Nous avions annoncé la couleur avec notre article introductif : les fêtes de fin d'année se dérouleraient à Gwendalavir, dans l'univers d'Ewilan imaginé il y a 20 ans par Pierre Bottero. Dans ce monde parallèle où bascule la jeune Camille, vêtements et architecture évoquent le Moyen-Âge et la magie qu'on y pratique s'appelle le Dessin, possible dès lors que les détenteurs de ce pouvoir ont la capacité de se plonger mentalement dans l'Imagination. L'Imagination avec une majuscule, pour signifier ici une dimension psychique où ce qu'on crée peut basculer dans la réalité et prendre corps.

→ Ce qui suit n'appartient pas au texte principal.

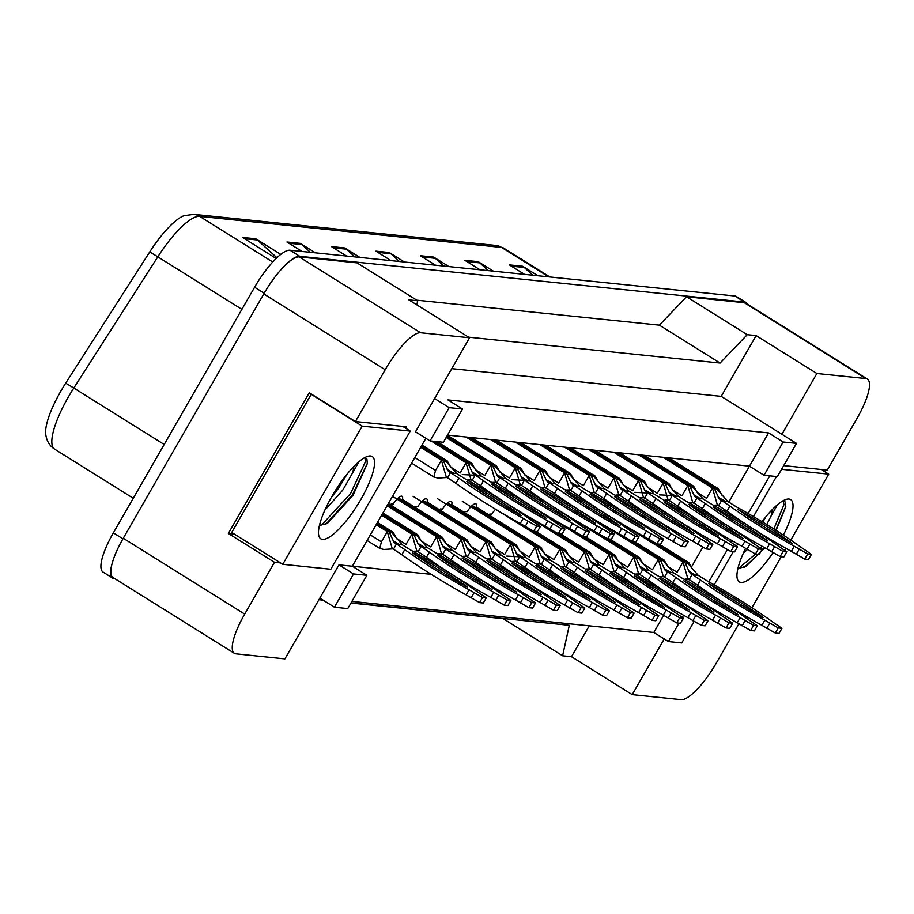 <?xml version="1.0" encoding="UTF-8"?>
<svg xmlns="http://www.w3.org/2000/svg" width="914" height="914" viewBox="0 0 914 914"><rect width="100%" height="100%" fill="white"/><g stroke="black" fill="none" stroke-linecap="round" stroke-linejoin="round"><path stroke-width="1.37" d="M405.736 428.266L406.57 426.815L355.409 421.56L385.205 369.747A44.637 12.156 -58 0 1 420.623 332.742L469.545 337.769L415.482 431.808L430.048 440.902L443.393 442.273L462.518 409.015L449.174 407.644L434.607 398.538M425.878 438.297L352.313 566.223L338.968 564.852L284.905 658.88L235.972 653.841A44.637 12.156 -58 0 1 234.407 653.327A44.637 12.156 -58 0 1 244.701 614.094L274.497 562.281L280.495 562.898M462.518 409.015L447.951 399.909L768.571 432.905L749.446 466.163L447.517 435.098M743.916 615.065L743.322 616.093M738.889 623.805L716.565 662.639A44.637 12.156 -58 0 1 681.147 699.644L632.214 694.606L664.215 638.966M769.782 475.851L748.143 513.485M732.4 540.871L731.531 542.39M727.384 549.6L708.841 581.841M704.226 589.861L703.803 590.604M451.79 368.65L721.203 396.356L781.916 434.276L816.865 373.506L865.787 378.545A44.637 12.156 -58 0 1 867.363 379.059A44.637 12.156 -58 0 1 857.069 418.292L827.273 470.104L783.698 465.614M679.296 588.148L679.719 587.416M691.875 566.28L702.877 547.143M707.025 539.946L707.904 538.415M723.648 511.029L724.459 509.612M728.778 502.106L749.446 466.163L764.024 475.257L777.368 476.628L796.494 443.37L783.149 441.999L768.571 432.905M663.644 615.373L653.818 632.465L351.89 601.412M668.66 606.668L668.123 607.593M366.891 575.317L353.547 573.946L334.421 607.204L347.766 608.587L366.891 575.317L352.313 566.223L431.225 574.335M502.849 618.47L562.601 655.784L569.296 625.302L351.056 602.852M322.779 599.95L319.02 599.561M721.203 396.356L756.141 335.598L747.252 334.684L686.528 296.764L744.362 302.717A44.637 12.156 -58 0 1 745.927 303.231L867.363 379.059M756.141 335.598L816.865 373.506M747.252 334.684L720.095 363.052L659.382 325.144L686.528 296.764M720.095 363.052L468.585 337.175M416.773 300.18L659.382 325.144M416.83 304.853L417.732 300.775L357.008 262.866L299.186 256.914A44.637 12.156 -58 0 0 263.769 293.92L123.264 538.266A44.637 12.156 -58 0 0 112.97 577.499L234.407 653.327M417.732 300.775L408.832 299.861L469.545 337.769M274.497 562.281L228.351 533.468L309.263 392.746L355.409 421.56M562.601 655.784L571.501 656.698L632.214 694.606M571.501 656.698L589.256 625.827M678.988 623.131L668.385 641.571L681.73 642.942L694.092 621.44M668.385 641.571L653.818 632.465M334.421 607.204L319.843 598.11M796.494 443.37L781.916 434.276M646.552 501.603L647.432 500.072M670.956 459.159L671.539 458.143M390.632 504.974L391.261 503.877L393.146 504.071A12.647 3.439 -58 0 1 402.046 496.279A12.647 3.439 -58 0 1 402.263 500.312M415.264 507.51L415.904 506.413L417.789 506.607A12.647 3.439 -58 0 1 426.689 498.816A12.647 3.439 -58 0 1 426.907 502.849M439.908 510.046L440.548 508.949L442.433 509.144A12.647 3.439 -58 0 1 451.333 501.352A12.647 3.439 -58 0 1 451.55 505.385M464.552 512.583L465.18 511.486L467.077 511.68A12.647 3.439 -58 0 1 475.977 503.888A12.647 3.439 -58 0 1 476.194 507.921M489.196 515.119L489.824 514.022L491.709 514.216A12.647 3.439 -58 0 1 495.605 509.247M698.376 614.002L699.164 612.631M692.686 608.838L690.63 608.633M683.535 615.236L682.312 617.361M353.547 573.946L338.968 564.852M783.149 441.999L764.024 475.257M449.174 407.644L430.048 440.902M228.351 533.468L234.35 534.084M272.726 261.987L199.652 216.367A59.513 16.201 122 0 0 157.814 256.845L73.805 388.039A59.513 16.201 122 0 0 68.424 396.893A59.513 16.201 122 0 0 54.703 449.208C49.436 445.735 46.431 440.617 45.7 433.842A54.303 14.784 -58 0 1 60.758 391.295A54.303 14.784 -58 0 1 65.659 383.206L149.679 252.024A54.303 14.784 -58 0 1 183.988 215.715L193.825 214.356L495.765 245.42A14.875 14.19 95.9 0 1 501.603 247.431L199.652 216.367A14.875 14.19 -84.1 0 0 193.825 214.356M280.758 269.938A44.637 12.156 -58 0 1 299.735 256.297L744.544 302.054A44.637 12.156 -58 0 1 746.121 302.58A44.637 12.156 -58 0 1 747.538 304.236M114.958 578.745L114.353 578.676A44.637 12.156 -58 0 1 112.776 578.162A44.637 12.156 -58 0 1 112.308 562.875M503.191 618.687L350.965 603.023M323.122 600.155L318.917 599.721M112.776 578.162L103.065 572.095A44.637 12.156 -58 0 1 113.359 532.862L254.606 287.236A44.637 12.156 -58 0 1 290.012 250.23L734.833 295.999A44.637 12.156 -58 0 1 736.41 296.513L746.121 302.58M488.339 270.635L479.804 262.889A11.905 11.356 -84.1 0 0 478.205 261.678L493.377 271.15M480.033 269.779L464.86 260.307L478.205 261.678M532.828 275.205L524.282 267.459A11.905 11.356 -84.1 0 0 522.682 266.248L537.866 275.731M524.522 274.36L509.338 264.877L522.682 266.248M354.895 256.903L346.36 249.156A11.905 11.356 -84.1 0 0 344.761 247.945L359.933 257.428M346.589 256.046L331.416 246.574L344.761 247.945M310.417 252.333L301.871 244.575A11.905 11.356 -84.1 0 0 300.272 243.375L315.456 252.847M302.111 251.476L286.927 242.004L300.272 243.375M276.919 257.714L257.394 240.005A11.905 11.356 -84.1 0 0 255.794 238.794L280.769 254.389M276.142 258.456L242.45 237.423L255.794 238.794M443.861 266.054L435.315 258.308A11.905 11.356 -84.1 0 0 433.716 257.097L448.9 266.58M435.555 265.209L420.371 255.726L433.716 257.097M399.384 261.484L390.838 253.738A11.905 11.356 -84.1 0 0 389.238 252.527L404.411 261.998M391.066 260.627L375.894 251.156L389.238 252.527M377.482 522.465L393.077 532.211L391.306 532.028L402.503 544.927L411.003 550.239A98.941 12.59 -150.1 0 1 475.314 590.398L486.259 597.882L483.323 603L479.587 602.612L466.151 594.877A98.941 12.59 -150.1 0 1 401.84 554.718L392.14 548.309L387.296 531.617L376.202 524.682M486.259 597.882L482.523 597.493L469.088 589.759A98.941 12.59 -150.1 0 1 404.776 549.6L394.003 542.276L389.078 531.799L376.591 524.008M389.078 531.799L387.296 531.617L381.412 541.853L379.756 548.411L383.766 549.463L392.997 548.891M367.097 540.517L379.756 548.411M390.632 533.193L391.306 532.028L377.082 523.151M393.077 532.211L396.882 538.894M393.34 549.405L396.276 544.287L402.503 544.927M412.728 552.936A87.036 11.071 -150.1 0 1 467.374 587.062A87.036 11.071 -150.1 0 1 412.728 552.936M401.84 554.718L404.776 549.6M466.151 594.877L469.088 589.759M479.587 602.612L482.523 597.493M471.053 597.939L473.989 592.82M421.982 445.072L447.186 460.816L445.404 460.633L456.612 473.532L465.112 478.845A98.941 12.59 -150.1 0 1 529.423 519.003L540.368 526.487L537.421 531.605L533.685 531.217L520.249 523.471A98.941 12.59 -150.1 0 1 455.937 483.323L446.249 476.914L441.405 460.222L420.703 447.289M540.368 526.487L536.632 526.098L523.196 518.364A98.941 12.59 -150.1 0 1 458.885 478.205L448.111 470.881L443.187 460.405L421.103 446.615M443.187 460.405L441.405 460.222L435.521 470.447L433.853 477.017L437.875 478.068L447.106 477.496M411.597 463.124L433.853 477.017M444.741 461.798L445.404 460.633L421.594 445.758M447.186 460.816L450.99 467.5M447.437 478.011L450.385 472.892L456.612 473.532M466.826 481.541A87.036 11.071 -150.1 0 1 521.471 515.656A87.036 11.071 -150.1 0 1 466.826 481.541M455.937 483.323L458.885 478.205M520.249 523.471L523.196 518.364M533.685 531.217L536.632 526.098M525.162 526.533L528.098 521.426M331.051 497.879L338.911 487.722L347.057 474.149M324.881 510.081L342.773 490.121L358.962 461.696M319.42 525.55L327.498 523.288L353.01 495.319L367.302 463.638L366.902 459.034L364.675 457.651M353.775 466.563A33.635 9.163 -58 0 1 352.507 473.155M331.999 496.211A48.511 13.207 -58 0 1 367.965 456.246A48.511 13.207 -58 0 1 360.996 499.193A48.511 13.207 -58 0 1 318.689 535.181A48.511 13.207 -58 0 1 331.999 496.211M330.799 569.251L410.237 431.088L362.207 426.141L282.757 564.304L330.799 569.251M325.795 524.259L352.576 494.657L367.337 463.295M319.729 525.619L322.745 523.836L350.645 493.446L365.44 461.719L364.892 457.697M402.788 426.427L410.237 431.088M311.868 394.368L311.194 394.3L231.756 532.462L282.757 564.304M311.194 394.3L362.207 426.141M749.697 540.734L750.6 539.683M743.368 553.13L747.389 549.6M753.479 543.236L754.553 541.979M775.449 531.925L785.789 506.687L785.389 502.094L783.149 500.701M777.448 504.745L770.993 516.216A33.635 9.163 -58 0 0 772.261 509.612M762.036 521.688A48.511 13.207 -58 0 1 786.451 499.307A48.511 13.207 -58 0 1 783.367 535.113M778.42 544.07A48.511 13.207 -58 0 1 777.597 545.441M773.004 552.662A48.511 13.207 -58 0 1 737.164 578.242A48.511 13.207 -58 0 1 745.55 548.491M749.663 540.7A48.511 13.207 -58 0 1 750.325 539.523M737.895 568.599L745.984 566.337L764.824 547.794M762.847 522.18L765.544 517.198M766.72 524.545L770.993 516.216M751.902 607.741L781.264 556.683M784.863 550.422L786.029 548.4M790.804 540.094L828.724 474.138L781.584 469.293M776.466 476.537L753.444 516.57M742.808 535.067L742.465 535.673M737.735 543.899L736.513 546.024M733.222 551.748L714.188 584.846M711.229 608.393L712.566 608.53M735.873 610.929L737.21 611.066M744.27 567.32L758.312 554.33M761.156 551.039L764.104 547.395M769.577 539.911L770.079 539.18M775.746 530.189L785.812 506.345M738.215 568.679L755.558 554.044M760.608 548.16L762.105 546.275M767.714 538.62L768.126 538.003M773.827 528.966L783.926 504.768L783.367 500.746M821.275 469.488L828.724 474.138M382.92 513.005L417.721 534.747L415.95 534.564L427.146 547.463L435.647 552.776A98.941 12.59 -150.1 0 1 499.958 592.935L510.903 600.418L507.967 605.536L504.22 605.148L490.795 597.413A98.941 12.59 -150.1 0 1 426.472 557.254L416.784 550.845L411.94 534.153L381.641 515.233M510.903 600.418L507.167 600.03L493.731 592.295A98.941 12.59 -150.1 0 1 429.42 552.136L418.646 544.813L413.722 534.336L382.029 514.548M413.722 534.336L411.94 534.153L406.056 544.378L396.847 538.632M415.276 535.73L415.95 534.564L382.52 513.691M417.721 534.747L421.525 541.431M417.972 551.942L420.92 546.823L427.146 547.463M437.372 555.472A87.036 11.071 -150.1 0 1 492.018 589.587A87.036 11.071 -150.1 0 1 437.372 555.472M426.472 557.254L429.42 552.136M490.795 597.413L493.731 592.295M504.22 605.148L507.167 600.03M495.696 600.464L498.633 595.357M388.359 503.557L442.365 537.283L440.594 537.101L451.79 550L460.29 555.312A98.941 12.59 -150.1 0 1 524.602 595.471L535.547 602.954L532.611 608.061L528.863 607.684L515.439 599.938A98.941 12.59 -150.1 0 1 451.116 559.791L441.428 553.381L436.584 536.689L387.079 505.773M535.547 602.954L531.811 602.566L518.375 594.831A98.941 12.59 -150.1 0 1 454.064 554.672L443.29 547.349L438.366 536.872L387.467 505.088M438.366 536.872L436.584 536.689L430.7 546.915L421.491 541.168M439.92 538.266L440.594 537.101L387.959 504.231M442.365 537.283L446.169 543.956M442.616 554.478L445.564 549.36L451.79 550M462.016 558.008A87.036 11.071 -150.1 0 1 516.661 592.123A87.036 11.071 -150.1 0 1 462.016 558.008M451.116 559.791L454.064 554.672M515.439 599.938L518.375 594.831M528.863 607.684L531.811 602.566M520.34 603L523.276 597.882M402.457 499.512L467.008 539.82L465.226 539.637L476.434 552.536L484.934 557.848A98.941 12.59 -150.1 0 1 549.245 598.007L560.191 605.479L557.254 610.598L553.507 610.221L540.083 602.475A98.941 12.59 -150.1 0 1 475.76 562.316L466.071 555.918L461.227 539.214L392.517 496.313M560.191 605.479L556.455 605.102L543.019 597.356A98.941 12.59 -150.1 0 1 478.708 557.209L467.934 549.874L463.01 539.397L397.579 498.553M463.01 539.397L461.227 539.214L455.343 549.451L446.135 543.704M464.563 540.802L465.226 539.637L398.321 497.856M467.008 539.82L470.813 546.492M467.26 557.014L470.207 551.896L476.434 552.536M486.659 560.545A87.036 11.071 -150.1 0 1 541.294 594.66A87.036 11.071 -150.1 0 1 486.659 560.545M475.76 562.316L478.708 557.209M540.083 602.475L543.019 597.356M553.507 610.221L556.455 605.102M544.984 605.536L547.92 600.418M427.101 502.049L491.652 542.345L489.87 542.162L501.078 555.072L509.578 560.385A98.941 12.59 -150.1 0 1 573.889 600.532L584.834 608.016L581.887 613.134L578.151 612.757L564.715 605.011A98.941 12.59 -150.1 0 1 500.404 564.852L490.715 558.454L485.871 541.751L413.014 496.256M584.834 608.016L581.098 607.639L567.663 599.892A98.941 12.59 -150.1 0 1 503.351 559.734L492.577 552.41L487.653 541.933L422.222 501.089M487.653 541.933L485.871 541.751L479.987 551.987L470.779 546.241M489.207 543.339L489.87 542.162L422.965 500.392M491.652 542.345L495.457 549.028M491.903 559.551L494.851 554.432L501.078 555.072M511.303 563.081A87.036 11.071 -150.1 0 1 565.937 597.196A87.036 11.071 -150.1 0 1 511.303 563.081M500.404 564.852L503.351 559.734M564.715 605.011L567.663 599.892M578.151 612.757L581.098 607.639M569.628 608.073L572.564 602.954M437.029 441.622L471.83 463.352L470.047 463.17L481.255 476.068L489.755 481.381A98.941 12.59 -150.1 0 1 554.067 521.54L565.012 529.023L562.064 534.13L558.328 533.753L544.893 526.007A98.941 12.59 -150.1 0 1 480.581 485.86L470.893 479.45L466.049 462.758L431.248 441.028M565.012 529.023L561.276 528.635L547.84 520.889A98.941 12.59 -150.1 0 1 483.529 480.741L472.755 473.418L467.831 462.941L433.03 441.211M467.831 462.941L466.049 462.758L460.165 472.984L450.956 467.237M469.373 464.335L470.047 463.17L435.247 441.439M471.83 463.352L475.634 470.024M472.081 480.547L475.029 475.429L481.255 476.068M491.469 484.077A87.036 11.071 -150.1 0 1 546.115 518.192A87.036 11.071 -150.1 0 1 491.469 484.077M480.581 485.86L483.529 480.741M544.893 526.007L547.84 520.889M558.328 533.753L561.276 528.635M549.805 529.069L552.742 523.951M447.426 435.258L496.473 465.877L494.691 465.694L505.899 478.605L514.399 483.917A98.941 12.59 -150.1 0 1 578.711 524.065L589.656 531.548L586.708 536.667L582.972 536.289L569.536 528.543A98.941 12.59 -150.1 0 1 505.225 488.384L495.537 481.986L490.692 465.283L446.158 437.475M589.656 531.548L585.92 531.171L572.484 523.425A98.941 12.59 -150.1 0 1 508.173 483.278L497.399 475.943L492.475 465.466L446.546 436.801M492.475 465.466L490.692 465.283L484.808 475.52L475.6 469.773M494.017 466.871L494.691 465.694L447.037 435.944M496.473 465.877L500.278 472.561M496.725 483.083L499.672 477.965L505.899 478.605M516.113 486.614A87.036 11.071 -150.1 0 1 570.759 520.729A87.036 11.071 -150.1 0 1 516.113 486.614M505.225 488.384L508.173 483.278M569.536 528.543L572.484 523.425M582.972 536.289L585.92 531.171M574.438 531.605L577.385 526.487M471.75 437.589L521.117 468.414L519.335 468.231L530.543 481.141L539.043 486.454A98.941 12.59 -150.1 0 1 603.354 526.601L614.299 534.084L611.352 539.203L607.616 538.826L594.18 531.08A98.941 12.59 -150.1 0 1 529.869 490.921L520.18 484.523L515.336 467.819L465.957 436.995M614.299 534.084L610.563 533.707L597.128 525.961A98.941 12.59 -150.1 0 1 532.816 485.802L522.043 478.479L517.107 468.002L467.74 437.178M517.107 468.002L515.336 467.819L509.452 478.056L500.244 472.31M518.661 469.408L519.335 468.231L469.967 437.406M521.117 468.414L524.922 475.097M521.368 485.62L524.316 480.501L530.543 481.141M540.757 489.15A87.036 11.071 -150.1 0 1 595.402 523.265A87.036 11.071 -150.1 0 1 540.757 489.15M529.869 490.921L532.816 485.802M594.18 531.08L597.128 525.961M607.616 538.826L610.563 533.707M599.081 534.142L602.029 529.023M451.745 504.574L516.296 544.881L514.513 544.698L525.721 557.609L534.222 562.91A98.941 12.59 -150.1 0 1 598.533 603.069L609.478 610.552L606.53 615.67L602.794 615.293L589.359 607.547A98.941 12.59 -150.1 0 1 525.047 567.388L515.359 560.99L510.515 544.287L437.657 498.793M609.478 610.552L605.742 610.175L592.306 602.429A98.941 12.59 -150.1 0 1 527.995 562.27L517.221 554.947L512.297 544.47L446.866 503.625M512.297 544.47L510.515 544.287L504.631 554.524L495.422 548.777M513.851 545.875L514.513 544.698L447.609 502.929M516.296 544.881L520.1 551.565M516.547 562.087L519.495 556.969L525.721 557.609M535.935 565.617A87.036 11.071 -150.1 0 1 590.581 599.733A87.036 11.071 -150.1 0 1 535.935 565.617M525.047 567.388L527.995 562.27M589.359 607.547L592.306 602.429M602.794 615.293L605.742 610.175M594.271 610.609L597.208 605.491M476.388 507.11L540.939 547.417L539.157 547.235L550.365 560.145L558.865 565.446A98.941 12.59 -150.1 0 1 623.177 605.605L634.122 613.088L631.174 618.207L627.438 617.818L614.002 610.084A98.941 12.59 -150.1 0 1 549.691 569.925L540.003 563.527L535.158 546.823L462.301 501.329M634.122 613.088L630.386 612.711L616.95 604.965A98.941 12.59 -150.1 0 1 552.639 564.806L541.865 557.483L536.941 547.006L471.51 506.15M536.941 547.006L535.158 546.823L529.275 557.06L520.066 551.313M538.483 548.4L539.157 547.235L472.252 505.465M540.939 547.417L544.744 554.101M541.191 564.624L544.138 559.505L550.365 560.145M560.579 568.154A87.036 11.071 -150.1 0 1 615.225 602.269A87.036 11.071 -150.1 0 1 560.579 568.154M549.691 569.925L552.639 564.806M614.002 610.084L616.95 604.965M627.438 617.818L630.386 612.711M618.904 613.145L621.851 608.027M535.935 531.445L565.583 549.954L563.801 549.771L575.009 562.681L583.509 567.982A98.941 12.59 -150.1 0 1 647.82 608.141L658.766 615.625L655.818 620.743L652.082 620.355L638.646 612.62A98.941 12.59 -150.1 0 1 574.335 572.461L564.646 566.052L559.802 549.36L494.211 508.413M658.766 615.625L655.03 615.236L641.594 607.502A98.941 12.59 -150.1 0 1 577.282 567.343L566.509 560.019L561.584 549.543L516.353 521.3M561.584 549.543L559.802 549.36L553.918 559.596L544.71 553.85M563.127 550.936L563.801 549.771L534.164 531.263M565.583 549.954L569.388 556.637M565.835 567.16L568.782 562.041L575.009 562.681M585.223 570.679A87.036 11.071 -150.1 0 1 639.869 604.805A87.036 11.071 -150.1 0 1 585.223 570.679M574.335 572.461L577.282 567.343M638.646 612.62L641.594 607.502M652.082 620.355L655.03 615.236M643.547 615.682L646.495 610.563M496.393 440.125L545.761 470.95L543.979 470.767L555.186 483.677L563.687 488.979A98.941 12.59 -150.1 0 1 627.998 529.137L638.943 536.621L635.995 541.739L632.26 541.351L618.824 533.616A98.941 12.59 -150.1 0 1 554.512 493.457L544.824 487.059L539.98 470.356L490.601 439.531M638.943 536.621L635.207 536.244L621.771 528.498A98.941 12.59 -150.1 0 1 557.46 488.339L546.686 481.015L541.751 470.539L492.383 439.714M541.751 470.539L539.98 470.356L534.096 480.593L524.887 474.846M543.304 471.932L543.979 470.767L494.611 439.942M545.761 470.95L549.554 477.634M546.012 488.156L548.96 483.038L555.186 483.677M565.4 491.686A87.036 11.071 -150.1 0 1 620.046 525.801A87.036 11.071 -150.1 0 1 565.4 491.686M554.512 493.457L557.46 488.339M618.824 533.616L621.771 528.498M632.26 541.351L635.207 536.244M623.725 536.678L626.673 531.56M521.026 442.662L570.405 473.486L568.622 473.303L579.83 486.214L588.33 491.515A98.941 12.59 -150.1 0 1 652.642 531.674L663.587 539.157L660.639 544.276L656.903 543.887L643.467 536.152A98.941 12.59 -150.1 0 1 579.156 495.994L569.468 489.584L564.624 472.892L515.245 442.068M663.587 539.157L659.839 538.769L646.415 531.034A98.941 12.59 -150.1 0 1 582.092 490.875L571.33 483.552L566.394 473.075L517.027 442.25M566.394 473.075L564.624 472.892L558.728 483.129L549.531 477.382M567.948 474.469L568.622 473.303L519.255 442.479M570.405 473.486L574.198 480.17M570.656 490.692L573.592 485.574L579.83 486.214M590.044 494.211A87.036 11.071 -150.1 0 1 644.69 528.338A87.036 11.071 -150.1 0 1 590.044 494.211M579.156 495.994L582.092 490.875M643.467 536.152L646.415 531.034M656.903 543.887L659.839 538.769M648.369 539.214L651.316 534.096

"Un dessinateur peut rendre réel ce qu'il imagine. Pour ce faire, son esprit passe dans une dimension qui s'appelle l'Imagination et y progresse grâce à des chemins, les Spires. Plus le dessinateur est puissant, plus il va loin dans les Spires et plus il peut jouer avec la réalité."
Et quoi de mieux pour illustrer l'Imagination (avec un petit ou un grand i, d'ailleurs), que le Paper Art ? Cette approche plastique, si elle s'exploite avec n'importe quel type de papier, a notamment été popularisée par Su Blackwell ou encore Jodi Harvey Brown, des artistes qui conçoivent de véritable sculptures d'après des livres vintage, et qui nous inspirent depuis de nombreuses années. Cet hiver, nous avons donc marché dans leurs pas pour célébrer le 20ème anniversaire de La quête d'Ewilan. Prêts pour le voyage ?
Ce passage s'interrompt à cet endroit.